The answer must consist of every line from the entries that holds the word "format".

··· DATA SECTION

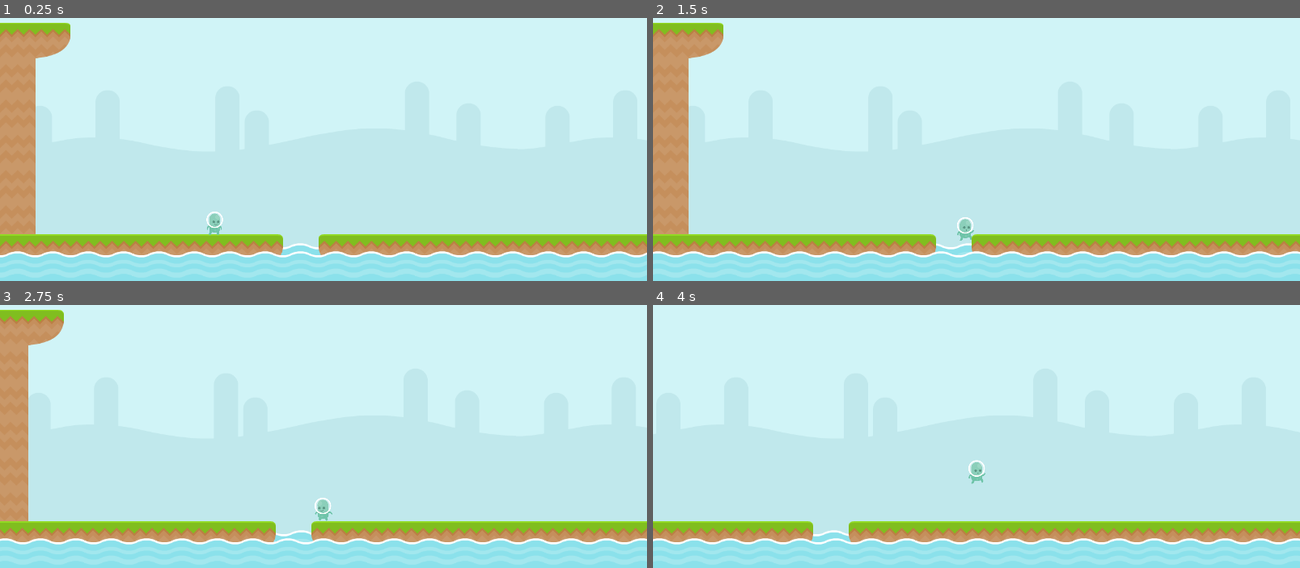
Above: before the commit, frames 1-4 (two rows, left to right).
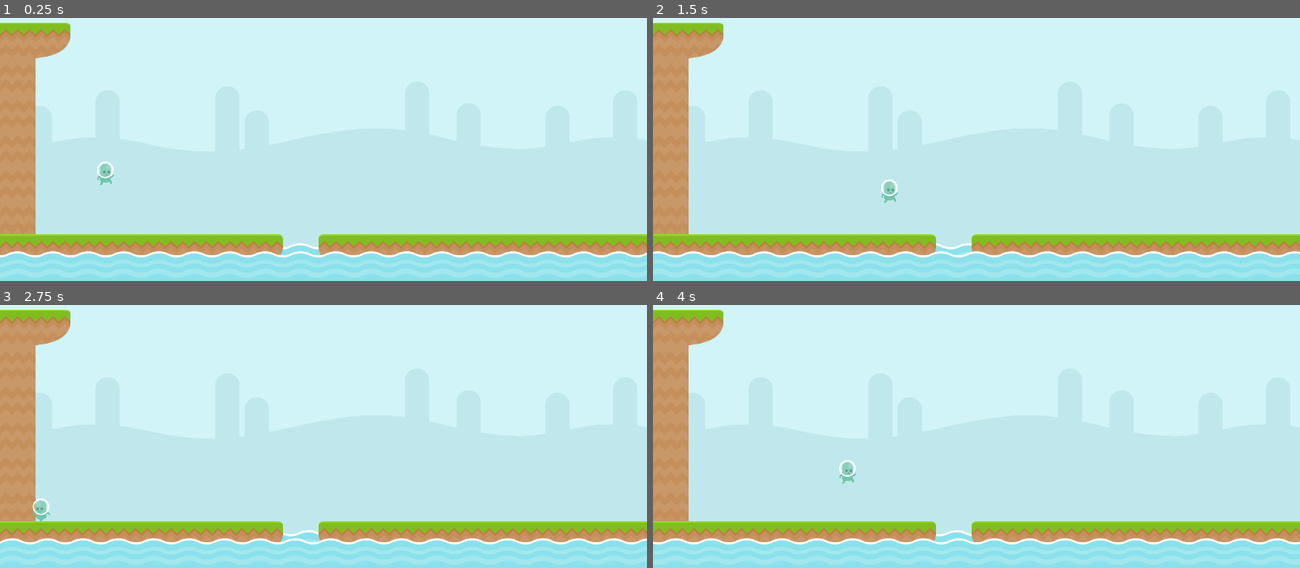
Above: after the commit, the same moments.

Repository: RafaelForbeck/the-way
Game: Godot game, scene res://scenes/phase.tscn
Two runs of this game, one before a commit and one after it. Both use one fixed random seed, a clock stepped at 60 frames per second and the inputs below.
Inputs:
- Up to frame 1 (0.25 s): no input
- Up to frame 2 (1.5 s): tap Enter (jump) at 0.5, 0.77, 0.8, 1.07, 1.35 s; hold S (duck) 0.53-1.28 s; hold Right (move_right) from 0.53 s (still down)
- Up to frame 3 (2.75 s): tap Enter (jump) at 1.52, 1.82, 2.3 s; tap S (duck) at 1.55 s; release Right (move_right) at 2.03 s; hold Left (move_left) from 2.03 s (still down); hold S (duck) from 2.03 s (still down)
- Up to frame 4 (4 s): release Left (move_left) at 2.78 s; release S (duck) at 2.78 s; hold Right (move_right) from 2.78 s (still down); tap S (duck) at 2.85 s; tap Enter (jump) at 3.02, 3.32, 3.6, 3.77 s

The runs differ from the first frame. In frame 1, 0.3% of the frame differs, in the area x 15-35%, y 54-83%; in frame 2, 0.3%; in frame 3, 4.1%; in frame 4, 9.2%, in the area x 0-100%, y 1-92%.

Commit message:
feat: creates player respawn

Diff:
--- a/entities/player.tscn
+++ b/entities/player.tscn
@@ -1,9 +1,10 @@
-[gd_scene load_steps=12 format=3 uid="uid://5rgmrnka8y3c"]
+[gd_scene load_steps=13 format=3 uid="uid://5rgmrnka8y3c"]
 
 [ext_resource type="Script" path="res://scripts/player.gd" id="1_57enj"]
 [ext_resource type="Texture2D" uid="uid://fao2kp1qvfch" path="res://sprites/player/duck.png" id="2_r0qw5"]
 [ext_resource type="Texture2D" uid="uid://l0txvehu3774" path="res://sprites/player/walk/p1_walk03.png" id="3_3oh4y"]
 [ext_resource type="Texture2D" uid="uid://dnlo42dhpnfry" path="res://sprites/player/stand.png" id="3_h7skj"]
+[ext_resource type="Texture2D" uid="uid://dh635145uhcj1" path="res://sprites/player/hurted.png" id="3_oiwv2"]
 [ext_resource type="Texture2D" uid="uid://difcnf264p0ow" path="res://sprites/player/walk/p1_walk04.png" id="4_aqcg0"]
 [ext_resource type="Texture2D" uid="uid://bftl6c1134axo" path="res://sprites/player/jump.png" id="4_jnhfg"]
 [ext_resource type="Texture2D" uid="uid://cqrx6eokfmetr" path="res://sprites/player/walk/p1_walk05.png" id="5_6eni2"]
@@ -16,25 +17,33 @@
 "duration": 1.0,
 "texture": ExtResource("2_r0qw5")
 }],
-"loop": true,
+"loop": false,
 "name": &"duck",
+"speed": 1.0
+}, {
+"frames": [{
+"duration": 1.0,
+"texture": ExtResource("3_oiwv2")
+}],
+"loop": false,
+"name": &"hurted",
 "speed": 1.0
 }, {
 "frames": [{
 "duration": 1.0,
 "texture": ExtResource("3_h7skj")
 }],
-"loop": true,
+"loop": false,
 "name": &"idle",
-"speed": 5.0
+"speed": 1.0
 }, {
 "frames": [{
 "duration": 1.0,
 "texture": ExtResource("4_jnhfg")
 }],
-"loop": true,
+"loop": false,
 "name": &"jumping",
-"speed": 5.0
+"speed": 1.0
 }, {
 "frames": [{
 "duration": 1.0,
@@ -77,7 +86,7 @@
 
 [node name="AnimatedSprite2D" type="AnimatedSprite2D" parent="."]
 sprite_frames = SubResource("SpriteFrames_n1v54")
-animation = &"idle"
+animation = &"walking"
 autoplay = "idle"
 
 [node name="CollisionShape2D" type="CollisionShape2D" parent="."]
--- a/project.godot
+++ b/project.godot
@@ -50,6 +50,12 @@
 ]
 }
 
+[layer_names]
+
+2d_physics/layer_1="player"
+2d_physics/layer_2="world"
+2d_physics/layer_3="water"
+
 [physics]
 
 2d/default_gravity=2200.0
--- a/scenes/phase.tscn
+++ b/scenes/phase.tscn
@@ -1,6 +1,7 @@
-[gd_scene load_steps=13 format=4 uid="uid://b7jrexi7jbhxl"]
+[gd_scene load_steps=15 format=4 uid="uid://b7jrexi7jbhxl"]
 
 [ext_resource type="Texture2D" uid="uid://vb38jcwb76ch" path="res://sprites/bg_grasslands.png" id="1_44mud"]
+[ext_resource type="Script" path="res://scripts/game.gd" id="1_h5xau"]
 [ext_resource type="Texture2D" uid="uid://ivms13rjeykx" path="res://sprites/tiles_spritesheet.png" id="2_6n70k"]
 [ext_resource type="Script" path="res://scripts/water.gd" id="3_kaqn4"]
 [ext_resource type="PackedScene" uid="uid://5rgmrnka8y3c" path="res://entities/player.tscn" id="3_nqrv7"]
@@ -257,7 +258,10 @@
 physics_layer_0/collision_layer = 2
 sources/0 = SubResource("TileSetAtlasSource_dor0i")
 
+[sub_resource type="CircleShape2D" id="CircleShape2D_d055b"]
+
 [node name="Phase" type="Node2D"]
+script = ExtResource("1_h5xau")
 
 [node name="ParallaxBackground" type="ParallaxBackground" parent="."]
 offset = Vector2(0, 50)
@@ -298,13 +302,14 @@
 rendering_quadrant_size = 70
 script = ExtResource("3_kaqn4")
 
-[node name="Area2D" type="Area2D" parent="Water"]
-
-[node name="CollisionShape2D" type="CollisionShape2D" parent="Water/Area2D"]
+[node name="DeathZone" type="Area2D" parent="Water"]
+collision_layer = 4
+
+[node name="CollisionShape2D" type="CollisionShape2D" parent="Water/DeathZone"]
 z_index = 10
 position = Vector2(2732, 552)
 shape = SubResource("RectangleShape2D_48yma")
-debug_color = Color(0.952941, 0, 0.552941, 0.466667)
+debug_color = Color(0, 0.615686, 0.592157, 0.454902)
 
 [node name="World" type="TileMapLayer" parent="."]
 tile_map_data = PackedByteArray("AAAAAAYAAAAHAAgAAAABAAYAAAAHAAgAAAACAAYAAAAHAAgAAAADAAYAAAAHAAgAAAAEAAYAAAAHAAgAAAAFAA …(1472 unchanged characters)…
@@ -312,4 +317,13 @@
 rendering_quadrant_size = 70
 
 [node name="Player" parent="." instance=ExtResource("3_nqrv7")]
-position = Vector2(424, 376)
+position = Vector2(208, 384)
+
+[node name="Checkpoint" type="Area2D" parent="."]
+position = Vector2(664, 392)
+
+[node name="CollisionShape2D" type="CollisionShape2D" parent="Checkpoint"]
+shape = SubResource("CircleShape2D_d055b")
+debug_color = Color(0.850667, 1, 0.36, 0.74902)
+
+[connection signal="body_entered" from="Water/DeathZone" to="." method="_on_death_zone_player_entered"]
--- /dev/null
+++ b/scripts/game.gd
@@ -0,0 +1,7 @@
+extends Node2D
+
+@onready var player := $Player
+
+func _on_death_zone_player_entered(body: Node2D) -> void:
+	player.player_dead()
+	player.respawn()
--- a/scripts/player.gd
+++ b/scripts/player.gd
@@ -1,6 +1,6 @@
 extends CharacterBody2D
 
-enum PlayerState { IDLE, WALKING, JUMPING, DUCKING }
+enum PlayerState { IDLE, WALKING, JUMPING, DUCKING, HURTED }
 
 @onready var anim = $AnimatedSprite2D
 @onready var collisionShape = $CollisionShape2D
@@ -10,8 +10,13 @@
 @export var acceleration = 1600.0
 @export var jump_velocity = -600.0
 
-var status = PlayerState.JUMPING
+var status :PlayerState
 var direction = 0
+var checkPointPosition: Vector2
+
+func _ready() -> void:
+	checkPointPosition = position
+	go_to_jumping_state()
 
 func _physics_process(delta: float) -> void:
 
@@ -38,6 +43,8 @@
 			jumping_state(delta)
 		PlayerState.DUCKING:
 			ducking_state(delta)
+		PlayerState.HURTED:
+			hurted_state(delta)
 
 	move_and_slide()
 
@@ -64,15 +71,19 @@
 	collisionShape.shape.height = 84
 	collisionShape.position.y = 5
 
+func go_to_hurted_state():
+	status = PlayerState.HURTED
+	anim.play("hurted")
+
 func idle_state(delta):
 
 	decelerate(delta)
 
-	if Input.is_action_just_pressed("jump"): # and is_on_floor():
+	if Input.is_action_just_pressed("jump"):
 		go_to_jumping_state()
 		return
 
-	if Input.is_action_just_pressed("duck"): # and is_on_floor():
+	if Input.is_action_just_pressed("duck"):
 		go_to_ducking_state()
 		return
 
@@ -84,7 +95,7 @@
 
 	move(delta)
 
-	if Input.is_action_just_pressed("jump"): # and is_on_floor():
+	if Input.is_action_just_pressed("jump"):
 		go_to_jumping_state()
 		return
 
@@ -97,7 +108,6 @@
 		return
 
 func jumping_state(delta):
-
 	move(delta)
 
 	if is_on_floor():
@@ -113,6 +123,9 @@
 		exit_from_ducking_state()
 		go_to_idle_state()
 
+func hurted_state(delta):
+	decelerate(delta)
+
 func move(delta):
 	if direction != 0:
 		accelerate(delta)
@@ -124,3 +137,10 @@
 
 func decelerate(delta):
 	velocity.x = move_toward(velocity.x, 0, deceleration * delta)
+
+func player_dead():
+	go_to_hurted_state()
+
+func respawn():
+	position = checkPointPosition
+	go_to_jumping_state()
Binary file added: sprites/player/hurted.png
Not shown, added: sprites/player/hurted.png.import

······

> [WRITTEN ANSWER]:
-[gd_scene load_steps=12 format=3 uid="uid://5rgmrnka8y3c"]
+[gd_scene load_steps=13 format=3 uid="uid://5rgmrnka8y3c"]
-[gd_scene load_steps=13 format=4 uid="uid://b7jrexi7jbhxl"]
+[gd_scene load_steps=15 format=4 uid="uid://b7jrexi7jbhxl"]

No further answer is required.